Andrew Stubbs wrote:
The -fopenmp-simd enables the "#pragma omp simd" directive (only) as a
vectorization hint, but it did not work for SIMT vectorization.
This patch enables the feature for backends in which the TARGET_SIMT_VF hook is
present and indicates SIMT is available. Only the NVPTX backend actually does
this, at present.
...
--- a/gcc/omp-expand.cc
+++ b/gcc/omp-expand.cc
@@ -6588,6 +6588,14 @@ expand_omp_simd (struct omp_region *region, struct
omp_for_data *fd)
bool is_simt = omp_find_clause (gimple_omp_for_clauses (fd->for_stmt),
OMP_CLAUSE__SIMT_);
+
+ /* Allow compatible targets to use SIMT with -fopenmp-simd. */
+ if (!is_simt
+ && flag_openmp_simd
+ && targetm.simt.vf
+ && targetm.simt.vf () > 1)
+ is_simt = true;
This one feels a bit odd.
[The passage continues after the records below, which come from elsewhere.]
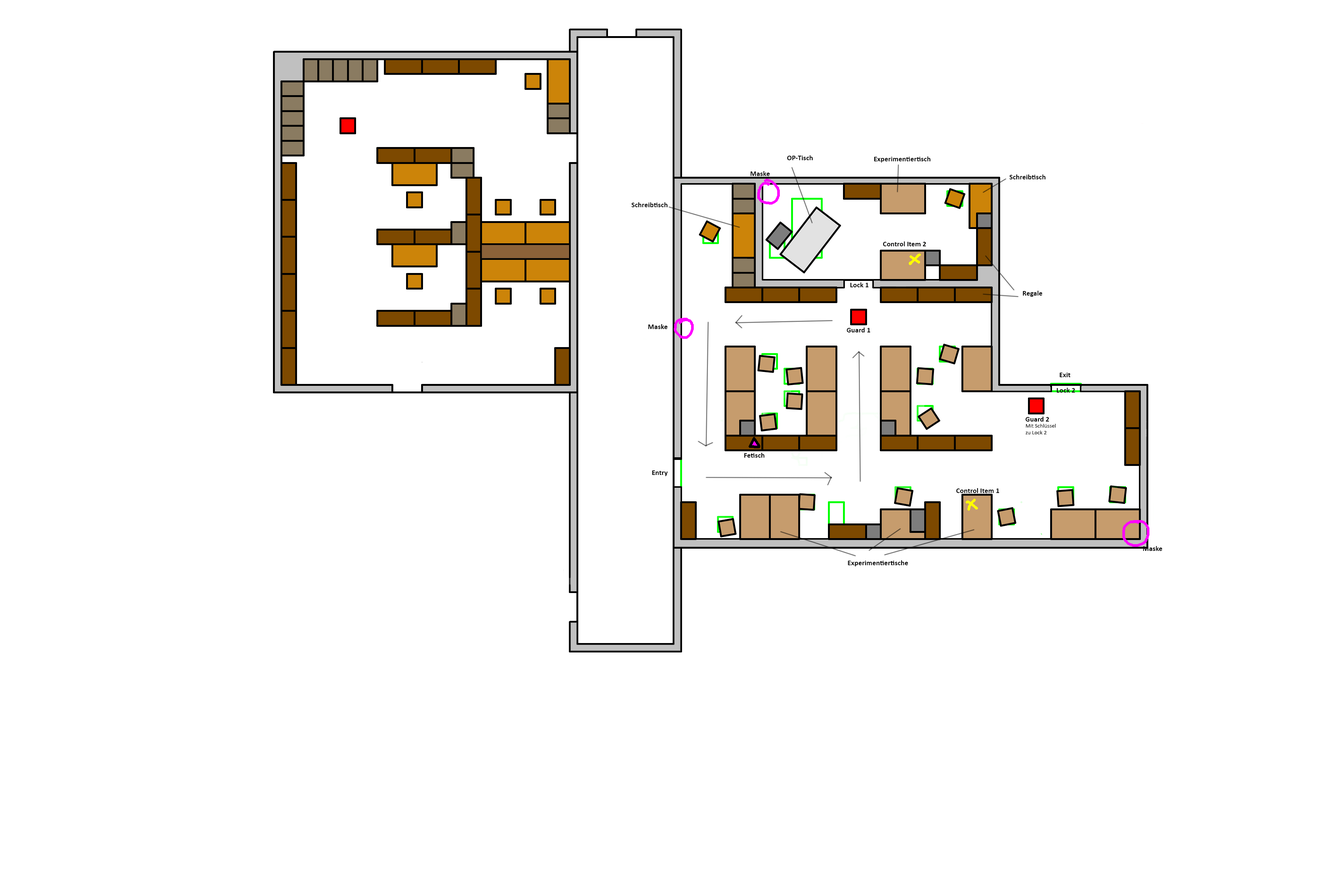
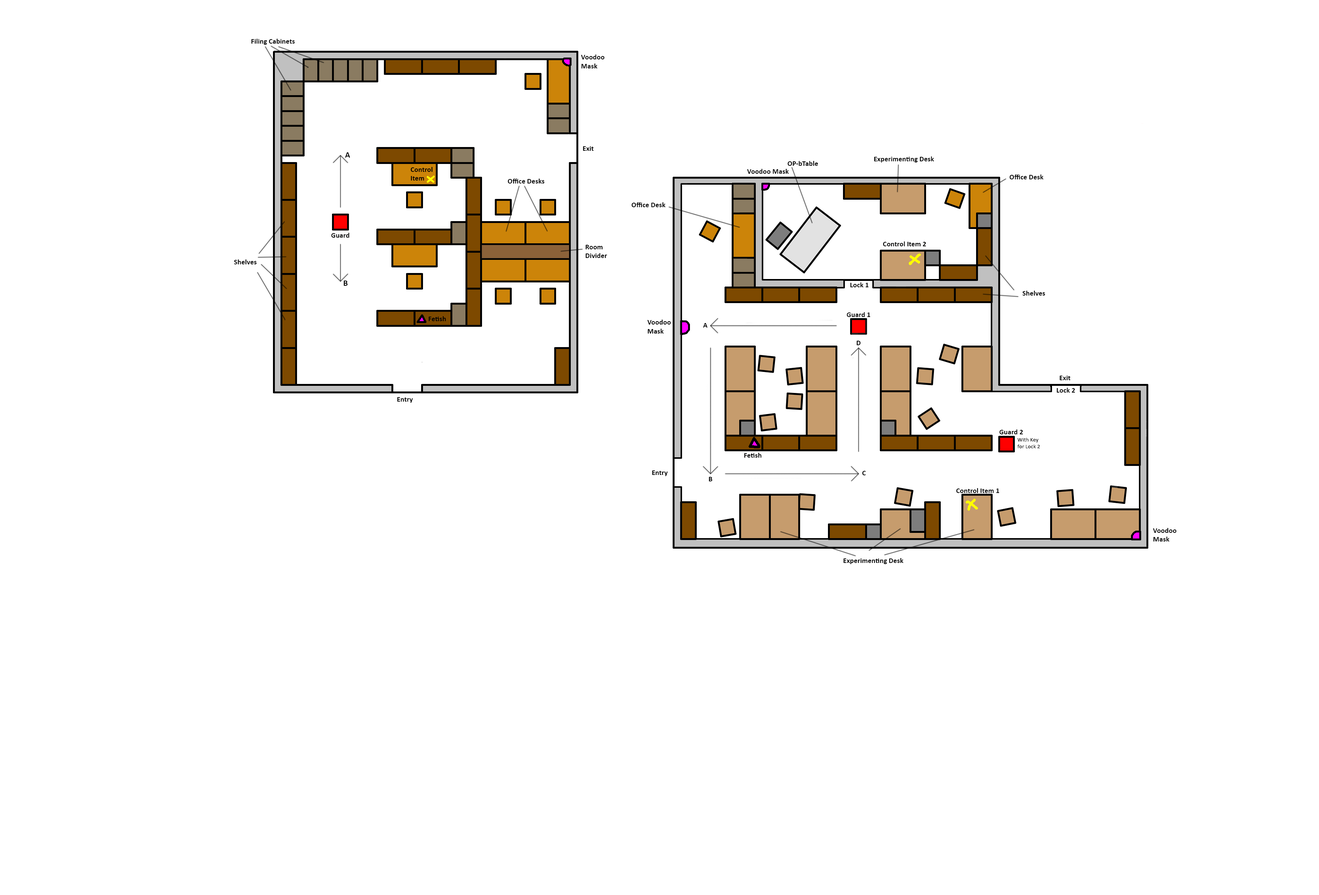
Comparing the layer stacks of the two 1319 × 895 images. Changes:
painted on "Guard 1" over bbox(846, 311, 871, 333)
renamed "Maske" to "Voodoo Mask", painted on it over bbox(746, 168, 789, 176)
renamed "Maske" to "Voodoo Mask", painted on it over bbox(647, 319, 671, 334)
renamed "Mit Schlüssel zu Lock 2" to "With Key for Lock 2", painted on it over bbox(1017, 423, 1056, 449)
renamed "Maske" to "Voodoo Mask", painted on it over bbox(1142, 527, 1177, 551)
renamed "Experimentiertische" to "Experimenting Desk", painted on it over bbox(843, 557, 908, 567)
renamed "Experimentiertisch" to "Experimenting Desk", painted on it over bbox(910, 156, 934, 163)
renamed "Schreibtisch" to "Office Desk", painted on it over bbox(1009, 174, 1046, 180)
renamed "Schreibtisch" to "Office Desk", painted on it over bbox(631, 202, 668, 208)
renamed "OP-Tisch" to "OP-bTable", painted on it over bbox(786, 155, 818, 166)
painted on "Guard 2" over bbox(999, 416, 1049, 435)
painted on "Notizen" (1st of 4, in "Labor" › "Beschriftung") over bbox(673, 178, 1150, 547)
painted on "Guard" (1st of 5, in "Labor" › "Möbel") over bbox(849, 308, 1045, 453)
painted on "Kisten" (1st of 4, in "Labor" › "Möbel") over bbox(849, 308, 1045, 415)
added layer "Room Divider" in group "Text" over bbox(585, 244, 608, 258)
added layer "Voodoo Mask" (4th of 4, in "Büro" › "Beschriftung" › "Text") in group "Text" over bbox(580, 54, 605, 69)
added layer "Office Desks" in group "Text" over bbox(507, 178, 545, 184)
added layer "Filing Cabinets" in group "Text" over bbox(251, 38, 295, 45)
added layer "Control Item" in group "Text" over bbox(410, 166, 433, 181)
painted on "Notizen" (2nd of 4, in "Büro" › "Beschriftung") over bbox(256, 45, 596, 323)
painted on "Guard" (3rd of 5, in "Büro" › "Möbel") over bbox(331, 117, 356, 284)
hid group "Flur" (10 layers) over bbox(563, 28, 682, 653)
hid "Vorzeichnung 2" over bbox(635, 182, 1171, 540)
…and 14 more changes (11 added, 1 moved_by, 2 painted, 2 renamed)

It seems as if this should be either
(flag_openmp_simd || flag_openmp)
or
flag_openmp_simd
&& !flag_openmp
(and possibly even &&!flag_openacc ?)
Additionally, I wonder whether there should be a
&& optimize.
For the current target(s), -fopenmp-simd w/o -fopenmp and w/o -fopenacc,
it would only apply when running in stand-alone code and nvptx has to my
knowledge no nvptx as GPU OpenMP/OpenACC parallelization, i.e. it is low
risk.
Otherwise, for '-fopenmp-simd' (with '|| flag_openmp' or when the user
specified both), it would be also active. I am not sure whether that
would be useful in term of performance or not, but it would be more
widely visible. I guess, the latter case would be worthwhile to check
how often it applies and whether there is a performance win - and
whether there is a correctness issue.
Actually, the latter is already true if only enabled for -fopenmp-simd.
(I had no deeper thought about correctness issues, yet.)
Tobias